Table 4 shows the experimental results for malware detection time based on the number of application samples that were collected from the Drebin dataset. It can be seen that the malware detection time increased for all three methods as the amount of input increased. Comparatively, the proposed BCMPB-RIDMPL technique detected the malware in a shorter period than the other methods. Considering 500 applications, the time taken to detect malware or benign applications through the use of the proposed BCMPB-RIDMPL technique was found to be 15   ms , compared with 18   ms and 20   ms for the hybrid CNN-LSTM or multi-kernel SVM systems, respectively. Similarly, ten results are observed for each method. Finally, an average of ten results indicates that the malware detection time is considerably minimized. Comparison of the average results that were observed for the ten input figures shows that the malware detection time through the use of the BCMPB-RIDMPL technique was considerably reduced by eight percentage points and 15 percentage points compared with the existing classifiers.
The shorter detection period shown by the BCMPB-RIDMPL technique, which is displayed graphically in Figure 9, is due to the application of the point biserial correlative feature matching technique to select the relevant features and to remove unnecessary features from high-dimensional space. This mapping process reduces the dimensionality of the datasets. Therefore, the classification is performed with a reduced number of features, which reduces the time taken to complete the malware detection process.

5.4. AUC Curve for BCMPB-RIDMPL Technique

The area under the curve (AUC) is a measurement of the performance of the results of the classification of true positives and false positives.

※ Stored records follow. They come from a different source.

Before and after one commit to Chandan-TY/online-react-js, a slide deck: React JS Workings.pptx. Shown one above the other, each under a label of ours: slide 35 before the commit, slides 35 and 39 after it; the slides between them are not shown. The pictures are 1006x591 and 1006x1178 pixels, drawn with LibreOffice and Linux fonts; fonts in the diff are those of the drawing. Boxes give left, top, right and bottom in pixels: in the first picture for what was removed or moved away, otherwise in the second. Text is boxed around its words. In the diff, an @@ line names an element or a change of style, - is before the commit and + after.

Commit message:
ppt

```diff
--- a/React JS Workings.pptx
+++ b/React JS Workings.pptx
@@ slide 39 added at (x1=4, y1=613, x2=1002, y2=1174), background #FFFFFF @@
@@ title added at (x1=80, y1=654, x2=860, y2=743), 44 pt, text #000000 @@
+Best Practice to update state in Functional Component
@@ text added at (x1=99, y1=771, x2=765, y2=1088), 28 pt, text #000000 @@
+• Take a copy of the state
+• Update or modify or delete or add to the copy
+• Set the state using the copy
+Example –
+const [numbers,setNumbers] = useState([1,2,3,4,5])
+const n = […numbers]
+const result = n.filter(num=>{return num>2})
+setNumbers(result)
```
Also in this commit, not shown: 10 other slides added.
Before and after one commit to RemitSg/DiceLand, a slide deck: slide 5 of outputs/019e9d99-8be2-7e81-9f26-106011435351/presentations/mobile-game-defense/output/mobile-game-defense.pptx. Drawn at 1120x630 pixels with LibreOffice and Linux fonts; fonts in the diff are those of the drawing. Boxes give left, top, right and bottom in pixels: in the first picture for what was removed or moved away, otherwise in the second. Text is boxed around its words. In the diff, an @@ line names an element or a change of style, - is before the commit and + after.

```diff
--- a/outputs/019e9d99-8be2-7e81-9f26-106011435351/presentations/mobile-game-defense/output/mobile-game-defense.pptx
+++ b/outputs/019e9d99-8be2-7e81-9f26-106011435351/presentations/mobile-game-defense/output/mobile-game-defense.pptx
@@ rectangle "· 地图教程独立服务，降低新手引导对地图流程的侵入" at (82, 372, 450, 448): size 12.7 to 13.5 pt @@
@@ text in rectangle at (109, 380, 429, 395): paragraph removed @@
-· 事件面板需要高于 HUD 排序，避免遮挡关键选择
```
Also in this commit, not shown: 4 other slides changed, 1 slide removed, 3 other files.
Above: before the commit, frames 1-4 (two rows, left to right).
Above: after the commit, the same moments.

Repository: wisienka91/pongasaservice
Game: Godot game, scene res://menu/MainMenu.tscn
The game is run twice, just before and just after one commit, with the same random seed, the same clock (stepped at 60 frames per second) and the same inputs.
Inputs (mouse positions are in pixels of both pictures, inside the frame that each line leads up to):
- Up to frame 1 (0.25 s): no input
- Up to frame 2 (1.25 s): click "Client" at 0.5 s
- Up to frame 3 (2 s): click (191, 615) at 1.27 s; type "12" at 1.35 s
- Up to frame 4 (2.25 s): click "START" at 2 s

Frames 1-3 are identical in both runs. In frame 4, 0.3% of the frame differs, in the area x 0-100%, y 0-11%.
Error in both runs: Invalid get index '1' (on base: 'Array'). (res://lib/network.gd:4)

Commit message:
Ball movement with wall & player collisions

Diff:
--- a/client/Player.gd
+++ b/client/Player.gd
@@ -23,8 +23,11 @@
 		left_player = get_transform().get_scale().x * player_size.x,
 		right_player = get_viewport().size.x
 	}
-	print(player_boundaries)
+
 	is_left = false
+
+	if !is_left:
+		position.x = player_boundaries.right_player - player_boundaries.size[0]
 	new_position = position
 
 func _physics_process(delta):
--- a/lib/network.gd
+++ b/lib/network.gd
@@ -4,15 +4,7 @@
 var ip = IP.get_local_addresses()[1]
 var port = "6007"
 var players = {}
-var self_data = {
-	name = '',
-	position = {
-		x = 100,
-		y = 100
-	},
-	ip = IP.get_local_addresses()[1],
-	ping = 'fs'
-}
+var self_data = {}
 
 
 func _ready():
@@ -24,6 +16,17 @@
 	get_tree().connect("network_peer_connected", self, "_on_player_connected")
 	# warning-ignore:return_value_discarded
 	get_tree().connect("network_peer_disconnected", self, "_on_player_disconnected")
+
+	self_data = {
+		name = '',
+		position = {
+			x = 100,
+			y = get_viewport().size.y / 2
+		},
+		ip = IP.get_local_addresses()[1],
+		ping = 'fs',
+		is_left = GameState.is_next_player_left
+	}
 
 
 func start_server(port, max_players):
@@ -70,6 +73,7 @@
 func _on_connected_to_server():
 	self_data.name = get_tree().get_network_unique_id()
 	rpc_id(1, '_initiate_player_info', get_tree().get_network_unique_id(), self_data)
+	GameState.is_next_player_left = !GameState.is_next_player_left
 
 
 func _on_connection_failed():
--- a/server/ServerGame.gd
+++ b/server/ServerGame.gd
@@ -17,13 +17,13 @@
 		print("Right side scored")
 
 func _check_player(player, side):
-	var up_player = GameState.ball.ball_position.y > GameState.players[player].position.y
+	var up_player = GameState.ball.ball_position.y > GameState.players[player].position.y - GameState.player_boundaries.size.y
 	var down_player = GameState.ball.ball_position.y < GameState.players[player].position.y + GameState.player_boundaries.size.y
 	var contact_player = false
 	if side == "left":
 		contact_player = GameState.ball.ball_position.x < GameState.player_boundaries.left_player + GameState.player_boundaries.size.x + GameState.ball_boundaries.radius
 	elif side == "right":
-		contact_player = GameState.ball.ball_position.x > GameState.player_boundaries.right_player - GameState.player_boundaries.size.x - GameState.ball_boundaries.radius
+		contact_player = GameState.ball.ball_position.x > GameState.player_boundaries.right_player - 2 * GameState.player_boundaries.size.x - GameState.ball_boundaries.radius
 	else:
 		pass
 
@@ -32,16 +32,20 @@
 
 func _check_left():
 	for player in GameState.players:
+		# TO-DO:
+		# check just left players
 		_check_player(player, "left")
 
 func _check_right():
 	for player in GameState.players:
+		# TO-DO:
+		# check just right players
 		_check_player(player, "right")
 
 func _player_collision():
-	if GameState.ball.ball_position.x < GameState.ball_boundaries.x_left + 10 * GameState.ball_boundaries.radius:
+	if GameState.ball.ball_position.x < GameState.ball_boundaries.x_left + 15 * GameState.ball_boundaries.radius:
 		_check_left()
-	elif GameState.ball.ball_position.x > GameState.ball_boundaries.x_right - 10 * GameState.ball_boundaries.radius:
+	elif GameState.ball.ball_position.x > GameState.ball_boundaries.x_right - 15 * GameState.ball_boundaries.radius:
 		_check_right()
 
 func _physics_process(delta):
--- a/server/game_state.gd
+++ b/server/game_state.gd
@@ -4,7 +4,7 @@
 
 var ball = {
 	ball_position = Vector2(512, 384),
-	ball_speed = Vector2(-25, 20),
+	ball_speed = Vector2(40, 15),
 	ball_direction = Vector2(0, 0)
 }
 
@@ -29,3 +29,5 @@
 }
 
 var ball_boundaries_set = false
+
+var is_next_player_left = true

A Receiver Operator Characteristic (ROC) curve or the Receiver Operating Characteristic curve refers to the graph indicating the performance of the BCMPB-RIDMPL technique. The AUC-ROC curve is used to solve the binary classification issue. The AUC curve plots two metrics, namely true positives and false positives. Area Under the Curve (AUC) is used to compute the ability of a classifier to distinguish between classes. It is used as a summary of the ROC curve. The ROC curve plot illustrates the relationship between true positives and false positives. The AUC-ROC curve provides a better performance of the model at distinguishing between the positive and negative rate in malware detection. The performance of AUC curve of BCMPB-RIDMPL technique and existing methods hybrid CNN-LSTM or multi-kernel SVM systems is illustrated in Table 5.
Performance measurement is an essential task in Machine Learning. AUC-ROC curve [1] is used to handle the output of multi-class classification issues. Figure 10 illustrates the performance of the proposed BCMPB-RIDMPL technique as measured by the AUC for the true-positive and false-positive rates of malware detection. The graph was drawn up for all input results from 500 to 5000. From the results, the AUC-ROC with better TPR was observed using BCMPB-RIDMPL technique upon comparison with existing methods. The reason behind the improvement was due to the application of the Ruzicka similarity index-based deep learning concept.

6. Conclusions

The open and widespread environment of the IoMT, which offers high-end digital advantages and involves human lives, creates huge challenges to protect the data from evolving cyber threats, attacks, and vulnerabilities. To address this challenge, we have proposed a highly scalable and efficient malware detection technique. The BCMPB-RIDMPL method initially selects the number of features to reduce the complexity of malware detection. After this feature selection, a hash value is generated through the use of the Miyaguchi–Preneel compression function, and the results are stored in the blockchain. Finally, the Ruzicka similarity index is applied for efficient and timely detection of sophisticated IoMT malware with higher accuracy than is shown by techniques currently in use. A comprehensive experimental estimation of the method has been carried out with consideration of different performance factors such as malware detection accuracy, false-positive rates, and malware detection time. The analysis shows that the proposed BCMPB-RIDMPL technique outperforms the existing classifiers, with higher malware detection accuracy by eight percentage points and the Matthews correlation coefficient by twenty three percentage points, and a shorter detection time by twelve percentage points.

Funding

This research received no external funding.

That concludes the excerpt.